Our work demonstrates that methyl spreading and chromatin compaction may act jointly as a mechanism for preserving the epigenetic code. Essentially, the proposed mechanism utilizes the phase transition associated with heterochromatin compaction as a template for the methylation sequence in the next generation. The preferential binding of HP1 to methylated nucleosomes results in cooperative compaction of chromosomal regions.
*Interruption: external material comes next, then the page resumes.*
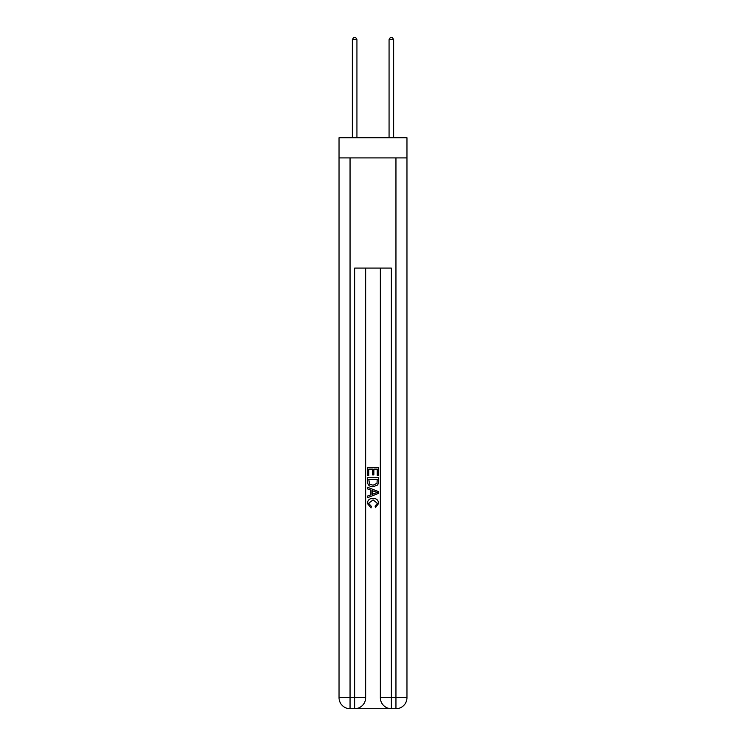<?xml version="1.0" encoding="UTF-8"?>
<svg xmlns="http://www.w3.org/2000/svg" width="746" height="746" viewBox="0 0 746 746"><rect width="100%" height="100%" fill="white"/><g stroke="black" fill="none" stroke-linecap="round" stroke-linejoin="round"><path stroke-width="1.12" d="M406.962 157.919L406.962 137.721L339.038 137.721L339.038 157.919L406.962 157.919L406.962 697.687L395.949 697.687L395.949 157.919M355.469 708.7L390.531 708.7M391.361 708.7L391.361 697.687L380.348 697.687A11.013 11.013 0 0 0 391.361 708.7L395.949 708.7L395.949 697.687L391.361 697.687L391.361 268.075L354.639 268.075L354.639 697.687L339.038 697.687L339.038 157.919M365.652 268.075L365.652 697.687A11.013 11.013 0 0 1 354.639 708.7L350.051 708.7A11.013 11.013 0 0 1 339.038 697.687M380.348 697.687L380.348 268.075M395.949 708.7A11.013 11.013 0 0 0 406.962 697.687M367.489 475.603L367.489 467.555L378.511 467.555L378.511 475.323L377.234 475.323L377.234 469.113L373.849 469.113L373.849 474.904L372.58 474.904L372.58 469.113L368.766 469.113L368.766 475.603L367.489 475.603M367.489 481.674L367.489 477.729L378.511 477.729L378.353 483.436L377.56 485.04L373.056 486.765C369.54 486.774 367.685 485.077 367.489 481.674M368.766 479.277L369.54 484.154L373.084 485.208L377.01 483.333L377.234 479.277L368.766 479.277M367.489 488.882L367.489 487.231L378.511 491.605L378.511 493.358L367.489 497.731L367.489 496.081L370.883 494.831L370.883 490.131L367.489 488.882M375.201 491.735L372.151 490.607L372.151 494.365L377.234 492.481L375.201 491.735M368.627 503.308L371.377 506.394L371.014 507.951L367.349 503.447C367.647 500.072 369.559 498.365 373.084 498.347C376.469 498.421 378.325 500.109 378.651 503.419L375.443 507.662L375.117 506.114L377.373 503.345L373.084 499.895L368.627 503.308M356.933 137.721L356.933 39.687L352.345 39.687L352.345 137.721M352.345 39.687L353.725 37.3L355.562 37.3L356.933 39.687M393.655 137.721L393.655 39.687L389.067 39.687L389.067 137.721M389.067 39.687L390.438 37.3L392.275 37.3L393.655 39.687M350.051 157.919L350.051 708.7M365.652 697.687L354.639 697.687L354.639 708.7"/></g></svg>

HP1 molecules bind more prevalently in regions that are highly methylated, which causes those regions to condense into heterochromatin with more nucleosomes in close spatial proximity. The increase in neighboring nucleosomes then causes those highly methylated regions to maintain their methylation in the subsequent generation due to the cooperative interaction between locally bound HP1 and methyltransferase. In contrast, fewer HP1 molecules bind in regions that are less methylated, which causes those regions to decondense, driving nucleosomes farther apart. Those less-methylated regions maintain their unmethylated state due to the decrease in neighboring nucleosomes. By creating such a feedback loop, HP1 may serve as a global regulator for the overall methylation level in the chromosome and enable epigenetic domains to persist over generations at the optimal concentration of HP1. This proposed mechanism represents a robust strategy for maintaining the epigenetic code that is not sensitive to large-scale chromosomal dynamics and cell-to-cell variability in chromosomal organization. Our work illustrates how large methylated domains could be passed successfully from one generation to the next, while small fluctuations in the methylation profile would not be maintained in the next generation, thus reaffirming a trend seen in experiments. Our model proposes that physical mechanisms that operate globally and cooperatively contribute to long-term epigenetic heritability.